Today's energy system is unsustainable because of equity issues as well as environmental, economic, and geopolitical concerns that have implications far into the future. At present, fossil fuels are playing the major role to meet the energy requirements of the world. The large consumption of fossil fuels creates so many environmental problems, such as greenhouse gases, which has motivated the search for alternative, renewable fuel options.^1–5 Biomass provides a clean way to dramatically improve our environment, economy and energy security. All organic matter is known as biomass, and the energy released from biomass when it is eaten, burnt or converted into fuels is called biomass energy (Fig. 1). Biomass energy generates far less air emissions than fossil fuels.^6–8 Renewable energy is one of the most efficient ways to achieve sustainable development. Biomass has been used to meet the needs of civilization since prehistory. Several biomass chemical products can be traced to a time when neither the chemical mechanistic transformation process nor the chemical identities of the product were understood. These early products include chemicals still widely used, such as ethanol and acetic. A more scientific understanding of chemistry in the 19th century led to the use of biomass as a feedstock for chemical processes.^9–12

Fig. 1 Uses of ionic liquids in biomass conversion.
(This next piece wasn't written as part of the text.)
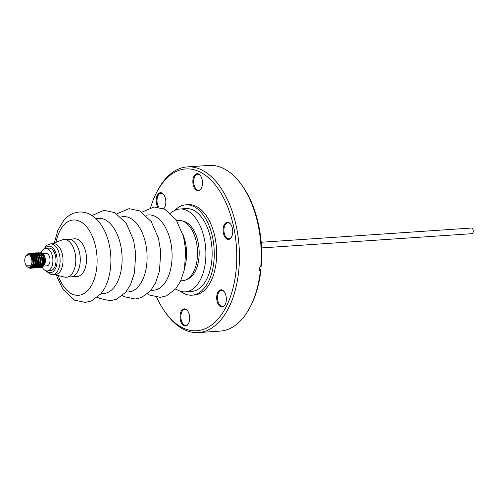 <?xml version="1.0" encoding="UTF-8"?>
<svg xmlns="http://www.w3.org/2000/svg" width="498" height="498" viewBox="0 0 498 498"><rect width="100%" height="100%" fill="white"/><g stroke="black" fill="none" stroke-linecap="round" stroke-linejoin="round"><path stroke-width="0.75" d="M45.237 261.444A12.562 7.016 86.1 0 1 45.007 258.163M261.581 247.929L471.861 233.693A2.839 1.587 -93.9 0 0 473.1 232.311A2.839 1.587 -93.9 0 0 472.969 229.416A2.839 1.587 -93.9 0 0 471.475 228.028L261.195 242.265M223.204 306.675A8.603 4.806 86.1 0 1 216.991 300.755A8.603 4.806 86.1 0 1 219.811 290.147A8.603 4.806 86.1 0 1 224.305 291.84A8.603 4.806 86.1 0 1 225.164 304.546A8.603 4.806 86.1 0 1 223.204 306.675M224.455 292.065A7.999 4.463 -93.9 0 0 221.467 290.396A7.999 4.463 -93.9 0 0 220.433 290.695A7.999 4.463 -93.9 0 0 217.651 299.628A7.999 4.463 -93.9 0 0 222.55 306.363A7.999 4.463 -93.9 0 0 223.59 306.065A7.999 4.463 -93.9 0 0 225.283 304.303M186.538 325.686A8.603 4.806 86.1 0 1 180.326 319.76A8.603 4.806 86.1 0 1 183.146 309.152A8.603 4.806 86.1 0 1 187.64 310.845A8.603 4.806 86.1 0 1 188.499 323.551A8.603 4.806 86.1 0 1 186.538 325.686M187.79 311.069A7.999 4.463 -93.9 0 0 184.802 309.401A7.999 4.463 -93.9 0 0 183.768 309.7A7.999 4.463 -93.9 0 0 180.986 318.633A7.999 4.463 -93.9 0 0 185.885 325.368A7.999 4.463 -93.9 0 0 186.924 325.07A7.999 4.463 -93.9 0 0 188.618 323.308M157.717 207.062A8.603 4.806 86.1 0 1 159.31 193.012A8.603 4.806 86.1 0 1 163.798 194.712A8.603 4.806 86.1 0 1 164.657 207.411A8.603 4.806 86.1 0 1 163.736 208.743M163.954 194.936A7.999 4.463 -93.9 0 0 160.966 193.261A7.999 4.463 -93.9 0 0 159.926 193.56A7.999 4.463 -93.9 0 0 157.063 199.468A7.999 4.463 -93.9 0 0 158.818 207.224M199.368 190.541A8.603 4.806 86.1 0 1 193.149 184.615A8.603 4.806 86.1 0 1 195.975 174.007A8.603 4.806 86.1 0 1 200.464 175.707A8.603 4.806 86.1 0 1 201.323 188.406A8.603 4.806 86.1 0 1 199.368 190.541M200.619 175.931A7.999 4.463 -93.9 0 0 197.631 174.256A7.999 4.463 -93.9 0 0 196.592 174.555A7.999 4.463 -93.9 0 0 193.809 183.488A7.999 4.463 -93.9 0 0 198.708 190.224A7.999 4.463 -93.9 0 0 199.748 189.925A7.999 4.463 -93.9 0 0 201.447 188.169M229.622 239.108A8.603 4.806 86.1 0 1 223.403 233.182A8.603 4.806 86.1 0 1 226.223 222.575A8.603 4.806 86.1 0 1 230.717 224.268A8.603 4.806 86.1 0 1 231.576 236.973A8.603 4.806 86.1 0 1 229.622 239.108M230.867 224.492A7.999 4.463 -93.9 0 0 227.879 222.824A7.999 4.463 -93.9 0 0 226.845 223.123A7.999 4.463 -93.9 0 0 224.063 232.056A7.999 4.463 -93.9 0 0 228.962 238.791A7.999 4.463 -93.9 0 0 230.001 238.492A7.999 4.463 -93.9 0 0 231.701 236.731M156.708 297.256A81.093 45.268 -93.9 0 0 164.919 311.76A81.093 45.268 -93.9 0 0 207.249 327.746A81.093 45.268 -93.9 0 0 233.855 227.767A81.093 45.268 -93.9 0 0 175.265 171.947A81.093 45.268 -93.9 0 0 156.814 192.047A81.093 45.268 -93.9 0 0 150.633 207.529M164.919 311.76L165.89 313.124A83.029 46.351 -93.9 0 0 198.465 332.577A83.029 46.351 -93.9 0 0 209.228 329.489A83.029 46.351 -93.9 0 0 238.106 236.78A83.029 46.351 -93.9 0 0 187.248 166.898A83.029 46.351 -93.9 0 0 176.485 169.986A83.029 46.351 -93.9 0 0 157.592 190.56L156.814 192.047M198.465 332.577L220.259 331.102A83.029 46.351 -93.9 0 0 231.022 328.014A83.029 46.351 -93.9 0 0 249.915 307.44A83.029 46.351 -93.9 0 0 260.423 270.37L259.52 270.433A83.029 46.351 86.1 0 0 259.863 266.804L260.765 266.747A83.029 46.351 -93.9 0 0 241.617 184.876A83.029 46.351 -93.9 0 0 209.042 165.423L187.248 166.898M42.181 267.165A11.323 6.318 -93.9 0 0 47.322 270.937L50.416 270.731A11.323 6.318 -93.9 0 0 55.788 263.255A11.323 6.318 -93.9 0 0 48.891 248.135L45.791 248.346A11.323 6.318 -93.9 0 0 41.191 252.81M41.863 266.548A11.323 6.318 -93.9 0 0 42.118 267.059M47.322 270.937A11.323 6.318 -93.9 0 0 52.688 263.467A11.323 6.318 -93.9 0 0 45.791 248.346M43.183 257.541A6.219 3.474 -93.9 0 0 43.955 263.38M44.11 263.697A6.219 3.474 -93.9 0 0 44.515 264.363M43.351 266.094L46.974 265.851A6.219 3.474 -93.9 0 0 49.925 261.743A6.219 3.474 -93.9 0 0 46.133 253.438L42.735 253.669M39.149 263.467A6.219 3.474 -93.9 0 0 40.033 264.967M40.182 265.148A6.219 3.474 -93.9 0 0 41.035 265.851M41.483 266.057A6.219 3.474 -93.9 0 0 42.274 266.169A6.219 3.474 -93.9 0 0 43.046 265.957M43.37 265.758A6.219 3.474 -93.9 0 0 44.951 263.286M39.124 263.591A6.343 3.542 -93.9 0 0 39.996 265.067M40.151 265.241A6.343 3.542 -93.9 0 0 40.954 265.932M41.421 266.156A6.343 3.542 -93.9 0 0 42.934 266.131M43.251 265.969A6.343 3.542 -93.9 0 0 44.546 264.482A6.343 3.542 -93.9 0 0 45.293 262.104A6.343 3.542 -93.9 0 0 43.917 255.119L40.326 252.766M39.062 263.598L39.927 265.247M40.07 265.434L41.11 266.312M41.272 266.386L42.71 266.449M43.027 266.312L44.378 264.805L45.144 262.309L43.519 254.565M43.724 254.864A6.343 3.542 -93.9 0 0 41.67 253.631M41.434 253.638A6.343 3.542 -93.9 0 0 40.232 254.111M39.846 254.459A6.343 3.542 -93.9 0 0 39.255 255.275M39.124 255.119L39.547 254.733L39.218 255.231M40.145 252.797L39.168 253.196M39.049 253.277L38.464 253.793M38.427 253.843L37.425 255.399M30.334 268.304L33.148 264.562A7.551 4.214 -93.9 0 0 33.403 263.361A7.551 4.214 -93.9 0 0 33.291 258.842L33.578 263.349L31.822 267.6L30.334 268.304L28.268 267.389M30.11 268.322L27.919 267.277M38.246 252.791L40.848 253.009L43.637 256.875L44.285 262.62L42.535 266.878L41.041 267.582L40.139 267.445M40.021 267.395L39.199 266.872M39.081 266.766L38.545 266.156M37.338 263.716L37.257 263.448A7.551 4.214 -93.9 0 1 37.145 263.1L35.395 267.358L33.901 268.067L32.999 267.924M38.128 252.76L38.906 252.598L42.784 255.449L44.061 262.639L40.817 267.594L40.027 267.501M39.915 267.457L39.099 266.984M38.981 266.884L38.128 265.907M36.64 260.143A7.551 4.214 -93.9 0 0 36.977 262.477M36.46 252.909L39.062 253.133L41.857 256.999L42.498 262.745L40.749 266.996L39.255 267.7L38.352 267.563M38.234 267.519L37.418 266.99M37.294 266.884L36.441 265.814L37.518 262.645L36.939 257.79L35.52 255.331M36.317 265.608L35.551 263.834M36.348 252.884L37.126 252.716L41.11 255.779L42.28 262.757L39.037 267.719L38.246 267.619M38.128 267.582L37.313 267.109M37.194 267.009L36.342 266.025M34.679 253.034L37.275 253.252L40.07 257.117L40.718 262.863L38.962 267.115L37.475 267.824L36.566 267.687M36.454 267.638L35.632 267.115M35.514 267.009L34.655 265.938L35.732 262.763L35.153 257.908L33.74 255.449M34.53 265.727L33.764 263.959M34.561 253.003L35.339 252.835L39.373 255.997L40.494 262.882L37.25 267.837L36.46 267.737M36.342 267.7L35.526 267.227M35.408 267.127L34.555 266.144M32.893 253.152L35.489 253.376L38.284 257.242L38.931 262.988L37.182 267.239L35.688 267.943L34.779 267.806M34.667 267.762L33.845 267.233M33.727 267.127L32.868 266.057L33.945 262.888L33.366 258.032L31.816 255.43M32.744 265.845L31.779 263.374M32.775 253.127L33.553 252.959L37.487 255.916L38.707 263L35.464 267.961L34.673 267.862M34.555 267.818L33.74 267.351M33.621 267.252L32.775 266.268M31.884 264.463L31.679 263.834M32.88 267.88L32.059 267.358M31.94 267.245L30.895 265.851M30.988 253.245L31.766 253.077L35.806 256.246L36.92 263.118L33.677 268.08L32.887 267.98M32.775 267.943L31.959 267.47M31.835 267.37L30.957 266.343M28.965 253.569L30.204 253.183L31.922 253.619L34.717 257.478L35.358 263.224L33.609 267.482L32.115 268.185L31.212 268.049M31.094 267.999L29.855 267.059M28.772 253.569L29.98 253.202L33.833 256.003L35.134 263.243L31.891 268.198L31.1 268.105M30.988 268.061L29.706 267.152M35.215 257.584L35.37 256.893M35.756 255.717L36.447 254.385M36.553 254.235L37.282 253.414M37.387 253.32L38.141 252.841M35.632 255.499L36.329 254.248M36.435 254.111L37.163 253.339M37.269 253.252L38.022 252.803M33.428 257.709L33.584 257.012M34.767 254.354L35.495 253.532M35.601 253.445L36.354 252.959M33.926 255.437L34.543 254.372M34.648 254.229L35.377 253.457M35.483 253.37L36.236 252.928M32.177 255.984L32.88 254.627M32.98 254.478L33.708 253.656M33.814 253.563L34.567 253.084M32.046 255.773L32.756 254.49M32.862 254.354L33.596 253.575M33.702 253.494L34.455 253.046M31.162 254.652L31.928 253.775M32.034 253.681L32.781 253.202M31.032 254.528L31.81 253.7M31.916 253.613L32.669 253.171M30.141 253.893L31.001 253.32M31.106 253.277L33.708 253.494L36.497 257.36L37.145 263.106M30.011 253.831L30.882 253.289M26.294 265.783L30.932 265.77A6.43 3.592 86.1 0 1 26.294 265.783A6.43 3.592 86.1 0 1 24.9 258.705A6.43 3.592 86.1 0 1 25.653 256.289A6.43 3.592 86.1 0 1 30.503 256.009C32.252 257.852 33.161 260.286 33.21 263.317L33.148 264.562M25.653 256.289L29.93 253.793L33.291 258.842M170.584 213.281A41.515 23.176 86.1 0 1 179.803 209.011A41.515 23.176 86.1 0 1 198.011 221.716A41.515 23.176 86.1 0 1 204.852 265.951A41.515 23.176 86.1 0 1 185.412 291.853A41.515 23.176 86.1 0 1 175.701 288.859M179.803 209.011L186.053 208.587A41.515 23.176 86.1 0 1 204.261 221.293A41.515 23.176 86.1 0 1 211.102 265.527A41.515 23.176 86.1 0 1 191.662 291.43L185.412 291.853M68.736 276.639L69.054 276.72A18.868 10.533 -93.9 0 0 70.971 276.9A18.868 10.533 -93.9 0 0 76.026 274.056A18.868 10.533 -93.9 0 0 79.524 252.548A18.868 10.533 -93.9 0 0 68.419 239.252A18.868 10.533 -93.9 0 0 66.545 239.687L66.24 239.812M70.971 276.9L77.221 276.477A18.868 10.533 -93.9 0 0 82.276 273.632A18.868 10.533 -93.9 0 0 85.774 252.125A18.868 10.533 -93.9 0 0 74.669 238.828L68.419 239.252M180.743 280.816L182.648 280.691A30.191 16.857 -93.9 0 0 185.648 279.988A30.191 16.857 -93.9 0 0 190.74 276.135A30.191 16.857 -93.9 0 0 196.841 244.362A30.191 16.857 -93.9 0 0 181.639 220.732A30.191 16.857 -93.9 0 0 178.57 220.446L176.666 220.57M181.639 220.732L183.613 221.237A29.544 16.49 86.1 0 1 198.49 244.362A29.544 16.49 86.1 0 1 192.521 275.456A29.544 16.49 86.1 0 1 187.541 279.222L185.648 279.988M54.257 243.715A15.463 8.634 86.1 0 1 63.003 259.383A15.463 8.634 86.1 0 1 55.39 274.541L52.495 274.74A15.463 8.634 86.1 0 0 60.109 259.576A15.463 8.634 86.1 0 0 51.362 243.914A15.463 8.634 86.1 0 0 50.41 243.883L53.305 243.69A15.463 8.634 86.1 0 1 54.257 243.715M52.533 243.74L62.069 239.936A18.912 10.558 86.1 0 1 65.082 239.55A18.912 10.558 86.1 0 1 75.802 259.744A18.912 10.558 86.1 0 1 65.306 277.212A18.912 10.558 86.1 0 1 64.584 277.081L54.624 274.597M174.866 210.337A45.287 25.28 86.1 0 1 185.798 204.827A45.287 25.28 86.1 0 1 210.791 230.487A45.287 25.28 86.1 0 1 209.347 279.683A45.287 25.28 86.1 0 1 191.917 295.19A45.287 25.28 86.1 0 1 180.338 291.206M185.798 204.827L188.2 204.659A45.287 25.28 86.1 0 1 213.188 230.325A45.287 25.28 86.1 0 1 211.743 279.521A45.287 25.28 86.1 0 1 194.32 295.028L191.917 295.19M44.173 255.679A6.219 3.474 -93.9 0 0 41.807 253.768M30.932 265.77L31.106 265.397C32.358 262.396 32.221 259.396 30.708 256.383L31.579 258.151L32.158 263.006L30.714 266.598L29.687 267.165M33.092 264.768L32.053 266.511L30.814 267.102L29.986 266.959M30.789 254.316L32.308 254.677L34.287 256.956M34.879 264.65L33.839 266.386L32.351 266.984M32.158 266.959L30.758 266.081M31.243 254.733L32.47 254.204M32.687 254.185L34.094 254.553L36.074 256.844M36.665 264.525L35.626 266.268L34.138 266.86M33.945 266.835L32.793 266.218M32.65 266.075L31.779 264.799M32.021 255.735L32.93 254.683M33.073 254.578L34.256 254.086M34.474 254.067L35.881 254.434L37.86 256.725M38.452 264.407L37.412 266.144L35.924 266.741M35.732 266.716L34.58 266.094M34.43 265.951L33.559 264.681M33.198 263.822L32.644 259.67M33.827 255.592L34.717 254.565M34.86 254.459L36.043 253.968M36.261 253.949L37.661 254.31L39.647 256.601M40.238 264.282L39.193 266.025L37.711 266.617M37.512 266.592L36.366 265.976M36.217 265.832L35.196 264.239M35.047 263.872L34.642 257.952M34.736 257.547L35.495 255.661M35.613 255.468L36.503 254.447M36.647 254.335L37.829 253.843M38.047 253.824L39.448 254.192L41.427 256.476M42.019 264.164L40.979 265.907L39.491 266.498M39.298 266.474L38.153 265.857M38.004 265.708L36.983 264.114M36.833 263.747L36.429 257.827M37.394 255.35L38.29 254.322M38.427 254.217L38.888 253.943M39.105 253.849L39.61 253.725M39.828 253.706L41.234 254.073L43.214 256.352M43.805 264.04L42.766 265.783L41.278 266.38M40.612 266.2L39.94 265.733M39.79 265.59L38.919 264.32M39.199 255.206L39.547 254.733M32.395 266.573L31.256 267.071L30.173 266.804M30.839 254.36L33.067 254.845M34.181 266.455L32.42 266.884M32.245 266.822L30.951 265.739M31.418 254.926L32.532 254.26M32.719 254.21L34.854 254.727M35.968 266.33L34.206 266.76M34.032 266.698L32.949 265.882M32.8 265.702L31.741 263.56M32.245 256.103L33.111 254.901M33.242 254.771L34.318 254.142M34.499 254.092L36.64 254.609M37.306 255.213L38.72 257.665L39.305 262.521L38.228 265.689M37.748 266.212L35.993 266.642M35.819 266.579L34.729 265.758M34.586 265.583L33.746 264.052M34.038 255.96L34.897 254.777M35.028 254.652L36.099 254.024M36.286 253.974L38.427 254.484M39.093 255.088L40.506 257.547L41.085 262.402L40.014 265.571M39.535 266.094L37.78 266.517M37.605 266.455L36.516 265.639M36.373 265.459L35.526 263.934M36.815 254.534L37.885 253.899M38.072 253.849L40.207 254.366M40.88 254.97L42.293 257.429L42.872 262.284L41.801 265.446M41.322 265.969L39.734 266.498M39.958 266.467L39.56 266.399M39.386 266.337L38.302 265.521M37.313 263.816L37.126 263.28M36.964 262.714L36.703 258.892M37.611 255.717L38.464 254.534M38.601 254.41L39.118 254.024M39.33 253.912L39.672 253.781M39.859 253.731L41.994 254.241M42.666 254.845L44.079 257.304L44.658 262.16L43.581 265.328M43.108 265.851L41.346 266.274M40.824 266.038L40.089 265.397M39.94 265.222L39.099 263.691M30.708 256.383L30.503 256.009M259.645 269.213L260.952 269.785L260.423 270.37M249.915 307.44L250.693 305.953A81.093 45.268 -93.9 0 0 260.952 269.785M260.765 266.747L261.294 266.162A81.093 45.268 -93.9 0 0 242.588 186.24L241.617 184.876M163.531 208.65A7.999 4.463 -93.9 0 0 164.782 207.174M58.185 275.481A37.742 21.065 -93.9 0 0 88.607 289.618A37.742 21.065 -93.9 0 0 92.914 237.695A37.742 21.065 -93.9 0 0 63.283 225.694A37.742 21.065 -93.9 0 0 55.944 242.383M101.063 293.527A37.742 21.065 -93.9 0 0 113.6 287.925A37.742 21.065 -93.9 0 0 120.111 242.856A37.742 21.065 -93.9 0 0 95.996 218.715M126.056 291.84A37.742 21.065 -93.9 0 0 138.593 286.232A37.742 21.065 -93.9 0 0 145.099 241.163A37.742 21.065 -93.9 0 0 120.989 217.028M151.05 290.147A37.742 21.065 -93.9 0 0 163.581 284.539A37.742 21.065 -93.9 0 0 170.092 239.47A37.742 21.065 -93.9 0 0 145.982 215.335M185.082 266.019A30.191 16.857 -93.9 0 0 182.959 234.651M44.926 248.514A13.29 7.42 86.1 0 1 49.576 246.199A13.29 7.42 86.1 0 1 57.108 260.392A13.29 7.42 86.1 0 1 49.732 272.667A13.29 7.42 86.1 0 1 46.438 270.887M42.94 266.119L42.274 266.169M44.546 264.482L44.378 264.805M54.332 243.024L57.787 230.462L63.781 220.377C67.94 215.422 73.038 212.646 79.089 212.048C82.836 211.824 86.415 212.578 89.827 214.327C94.284 216.667 98.081 220.209 101.231 224.953C104.424 229.759 106.858 235.33 108.527 241.679C113.488 260.186 110.637 282.491 100.602 294.081L91.464 300.948L85.264 302.411L74.563 300.138L63.109 289.438L57.5 278.089L56.498 275.064M91.925 215.522L104.082 210.355L114.82 212.634L126.218 223.26L133.52 239.986L135.724 253.438L134.485 272.786L130.476 284.8L125.596 292.388L116.457 299.254L110.257 300.724L99.556 298.445L97.452 297.244M116.912 213.829L129.075 208.662L139.814 210.94L151.211 221.566L158.513 238.293L160.717 251.745L159.478 271.093L155.463 283.107L150.589 290.701L141.451 297.561L135.251 299.03L124.55 296.758L122.446 295.551M141.905 212.142L154.069 206.975L164.807 209.247L176.205 219.873L183.507 236.6L185.704 250.052L184.472 269.399L180.457 281.42L175.582 289.008L166.444 295.874L160.244 297.337L149.537 295.065L147.439 293.864M45.169 270.433L51.257 274.703L52.495 274.74M43.724 249.137L46.899 245.19L50.41 243.883M42.125 253.712L41.77 253.731M30.814 267.102L31.256 267.071M30.839 254.31L31.287 254.279M32.594 266.984L33.042 266.953M32.625 254.192L33.073 254.161M34.381 266.866L34.829 266.835M34.412 254.067L34.86 254.042M36.167 266.741L36.615 266.71M36.198 253.949L36.64 253.918M37.954 266.623L38.396 266.592M37.985 253.831L38.427 253.799M39.765 253.706L40.214 253.675M41.521 266.38L41.969 266.349"/></g></svg>

Current biomass resources comprise primarily industrial waste materials such as sawdust or pulp process wastes, hog fuel, forest residues, clean wood waste from landfills, and agricultural prunings and residues from plants such as lignocellulosic materials.^13–22 There are already a considerable range of chemical building blocks derived from renewable resources. One of these, 5-hydroxymethylfurfural (HMF), plays an important role, because it is versatile and key intermediate to the production of high value polymers such as polyurethanes and polyamides, as well as for biofuels such as dimethylfuran (DMF) and other molecules, but also for important molecules such as levulinic acid, 2,5-furandicarboxylic acid (FDA), 2,5-diformylfuran (DFF), dihydroxymethylfuran and 5-hydroxy-4-keto-2-pentenoic acid (Fig. 2).^14,23–28 Moreover they can be obtained not only from fructose but also from glucose via isomerisation to fructose, as well as directly from cellulose.

Fig. 2 HMF as a precursor for a range of commercial chemicals.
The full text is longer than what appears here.